CDI Systematic Dataset Discovery
↓
PRJNA802976
↓
SRR17868090
SRR17868091
SRR17868092
↓
CDI Data Acquisition System
CDI-DAS can then use these accessions for metadata acquisition, manifest generation, data download, file validation, and reference dataset assembly.
This completes the bridge between systematic discovery and reproducible acquisition.
Case Study Summary
The healthy human gut microbiome case study demonstrates how a broad public-data topic can be converted into a documented, executable, and reproducible discovery workflow.
The workflow begins with a research question and ends with CDI-DAS-ready accessions.

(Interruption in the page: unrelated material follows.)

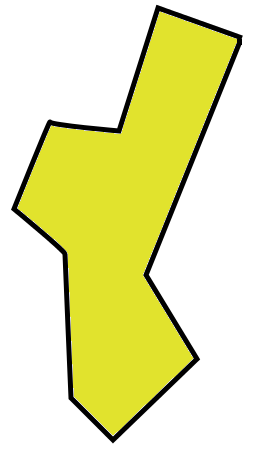
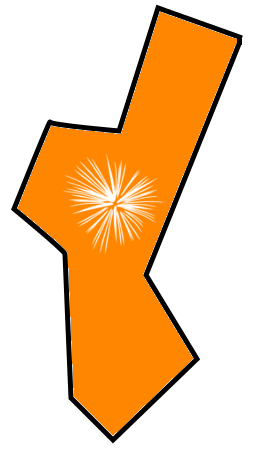
Before/after of a 255 x 456 layered artwork. What changed in the layer stack:
added layer "black-and-white-fireworks-clipart-black-and-white-fireworks-hi.png" above "Pasted Layer" over [62, 153, 166, 254]
painted on "Pasted Layer" over [18, 12, 237, 435]

The primary case-study BioProject is:
PRJNA802976
The primary test subset is:
SRR17868090
SRR17868091
SRR17868092
The secondary comparison BioProject is:
PRJNA322554
The result is a transparent and reproducible handoff from dataset discovery into data acquisition.
Looking Ahead
This concludes the CDI Systematic Dataset Discovery guide.
The same workflow can be adapted to other omics domains, including RNA-seq, single-cell, metagenomics, GWAS, proteomics, metabolomics, and multi-omics studies.